Underwriting and pricing in individual insurance

Acceptance into individual insurances takes place according to the underwriting rules set by the company. This occurs when the insurance applicant fills out some forms and answers many questions about the financial health aspect so that the insurance applicant can be evaluated and the insurance amount is appropriate to his condition.

One of the most important general conditions in individual insurance documents is that the company issued the insurance policy on the basis of the data provided by the insurance applicant, and that in the event of fraud or fraud, the insurance becomes invalid, and insurance premiums are estimated according to complex actuarial principles that depend on the value of the insurance amount, the insurance period, and the types of insurance coverage. So that the premium is sufficient for the insurance company and fair for the insured.

Surplus Analysis

Or analyze the results of revenue and expense calculations and study the various factors affecting the results of this calculation.

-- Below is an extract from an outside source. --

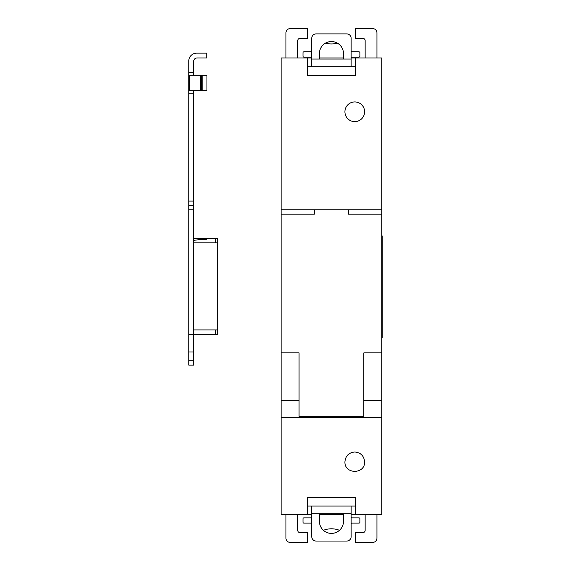 <?xml version="1.0" encoding="UTF-8"?>
<svg xmlns="http://www.w3.org/2000/svg" width="571" height="571" viewBox="0 0 571 571"><rect width="100%" height="100%" fill="white"/><g stroke="black" fill="none" stroke-linecap="round" stroke-linejoin="round"><path stroke-width="0.86" d="M364.612 461.846C365.09 474.494 344.449 474.494 344.927 461.846C345.519 455.879 348.802 452.596 354.769 451.996C360.736 452.596 364.02 455.879 364.612 461.846M364.612 111.78A9.843 9.843 0 0 1 354.769 121.623A9.843 9.843 0 0 1 344.927 111.78A9.843 9.843 0 0 1 354.769 101.938A9.843 9.843 0 0 1 364.612 111.78M319.41 59.049L319.41 53.581A12.034 12.034 0 0 1 331.444 41.547A12.034 12.034 0 0 1 343.478 53.581L343.478 59.049M311.752 50.955A0.878 0.878 0 0 1 310.881 51.833L303.879 51.833A0.878 0.878 0 0 0 303.001 52.703L303.001 56.208A0.878 0.878 0 0 0 303.879 57.086L310.881 57.086A0.878 0.878 0 0 1 311.752 57.956L311.752 38.264A4.375 4.375 0 0 1 316.134 33.889L346.761 33.889A4.375 4.375 0 0 1 351.136 38.264L351.136 50.955A0.878 0.878 0 0 0 352.014 51.833L359.016 51.833A0.878 0.878 0 0 1 359.887 52.703L359.887 56.208A0.878 0.878 0 0 1 359.016 57.086L352.014 57.086A0.878 0.878 0 0 0 351.136 57.956L351.136 66.707L307.376 66.707M343.478 513.7L343.478 521.359A12.034 12.034 0 0 1 331.444 533.393A12.034 12.034 0 0 1 319.41 521.359L319.41 513.7M311.752 523.985A0.878 0.878 0 0 0 310.881 523.107L303.879 523.107A0.878 0.878 0 0 1 303.001 522.229L303.001 518.732A0.878 0.878 0 0 1 303.879 517.854L310.881 517.854A0.878 0.878 0 0 0 311.752 516.983L311.752 513.7L351.136 513.7L351.136 536.669A4.375 4.375 0 0 1 346.761 541.051L316.134 541.051A4.375 4.375 0 0 1 311.752 536.669L311.752 516.983M351.136 523.985A0.878 0.878 0 0 1 352.014 523.107L359.016 523.107A0.878 0.878 0 0 0 359.887 522.229L359.887 518.732A0.878 0.878 0 0 0 359.016 517.854L352.014 517.854A0.878 0.878 0 0 1 351.136 516.983M325.484 43.125A21.876 21.876 0 0 0 337.404 43.125M376.953 57.956L376.953 32.925A4.375 4.375 0 0 0 372.577 28.55L355.512 28.55L355.512 38.393L362.949 38.393A2.191 2.191 0 0 1 365.14 40.584L365.14 57.956M297.755 57.956L297.755 40.584A2.191 2.191 0 0 1 299.939 38.393L307.376 38.393L307.376 28.55L290.311 28.55A4.375 4.375 0 0 0 285.935 32.925L285.935 57.956M351.136 59.049L311.752 59.049L311.752 57.956L281.125 57.956L281.125 514.792L307.376 514.792L307.376 497.291L355.512 497.291L355.512 514.792L351.136 514.792M323.422 530.323A21.876 21.876 0 0 1 339.474 530.323M285.935 514.792L285.935 538.075A4.375 4.375 0 0 0 290.311 542.45L307.376 542.45L307.376 532.607L299.939 532.607A2.191 2.191 0 0 1 297.755 530.416L297.755 514.792M365.14 514.792L365.14 530.416A2.191 2.191 0 0 1 362.949 532.607L355.512 532.607L355.512 542.45L372.577 542.45A4.375 4.375 0 0 0 376.953 538.075L376.953 514.792M281.125 214.175L314.378 214.175L314.378 209.8L281.125 209.8M348.51 209.8L348.51 214.175L381.771 214.175L381.771 209.8L314.378 209.8M351.136 50.955L351.136 57.956L355.512 57.956L355.512 75.458L307.376 75.458L307.376 57.956M311.752 59.049L311.752 66.707M307.376 506.042L351.136 506.042L351.136 513.7M311.752 506.042L311.752 513.7M343.478 514.792L319.41 514.792M311.752 514.792L307.376 514.792M351.136 506.042L355.512 506.042M355.512 514.792L381.771 514.792L381.771 352.885L363.827 352.885L363.827 416.338L299.068 416.338L299.068 352.885L281.125 352.885M355.512 66.707L351.136 66.707M319.41 57.956L343.478 57.956M299.068 400.271L281.125 400.271M381.771 352.885L381.771 214.175M381.771 209.8L381.771 57.956L355.512 57.956M381.771 417.651L281.125 417.651M381.771 400.271L363.827 400.271M381.771 235.266A2.191 2.191 0 0 1 382.206 236.58L382.206 337.225A2.191 2.191 0 0 1 381.771 338.532M206.738 57.956L197.109 57.956A3.497 3.497 0 0 0 193.605 61.461L193.605 75.244L188.794 75.244L188.794 61.018A7.88 7.88 0 0 1 196.674 53.146L206.738 53.146L206.738 57.956M189.672 75.244L188.794 75.244L188.794 90.561L189.672 90.561L189.672 75.244L200.607 75.244L200.607 90.561L189.672 90.561M202.141 90.561L202.141 75.244L206.952 75.244L206.952 90.561L201.263 90.561L201.263 75.244L200.607 75.244M201.263 90.561L200.607 90.561M202.141 75.244L201.263 75.244M188.794 365.14L193.605 365.14L188.794 365.14L188.794 90.561M217.672 334.292L193.605 334.292L217.672 334.292L217.672 329.917L193.605 329.917M215.288 238.457L193.605 238.457L217.672 238.457L215.288 238.457L215.288 242.839L217.672 242.839L217.672 329.917M193.605 242.839L215.288 242.839M193.605 365.14L193.605 90.561L194.483 90.561M193.605 72.617L188.794 72.617M193.605 352.014L188.794 352.014M193.605 334.506L188.794 334.506M193.605 93.18L188.794 93.18M217.672 242.839L217.672 238.457M193.605 240.648C193.733 240.148 198.108 239.706 206.738 239.306M215.288 334.292L215.288 329.917M193.605 360.765L188.794 360.765M193.605 209.8L188.794 209.8M193.605 205.446L188.794 205.446M193.605 201.092L188.794 201.092"/></g></svg>

The life insurance policy is a long-term document in which the insurance premium is determined in advance. The insurance premium continues throughout the duration of the policy, and the insured cannot modify the insurance premium. The insurance premium is determined using actuarial foundations that are more conservative than averages. Expected.

The technical principles used in estimating the accounting reserve are: -

• Interest rate 0

• Table used.

• Calculate the net premium.

• Commercial premium calculation.

• The method used.

The account reserve is also affected by the following:

1) Distribution of life insurance portfolio issues during different years.

2) Distribution of types of individual life insurance - for different issuance years.

3) The different types of insurance issued by the company (individual - group - public)

- In addition to reinsurance.

- Strengthening precautions.

- The duration of the company’s activity in the life insurance branch.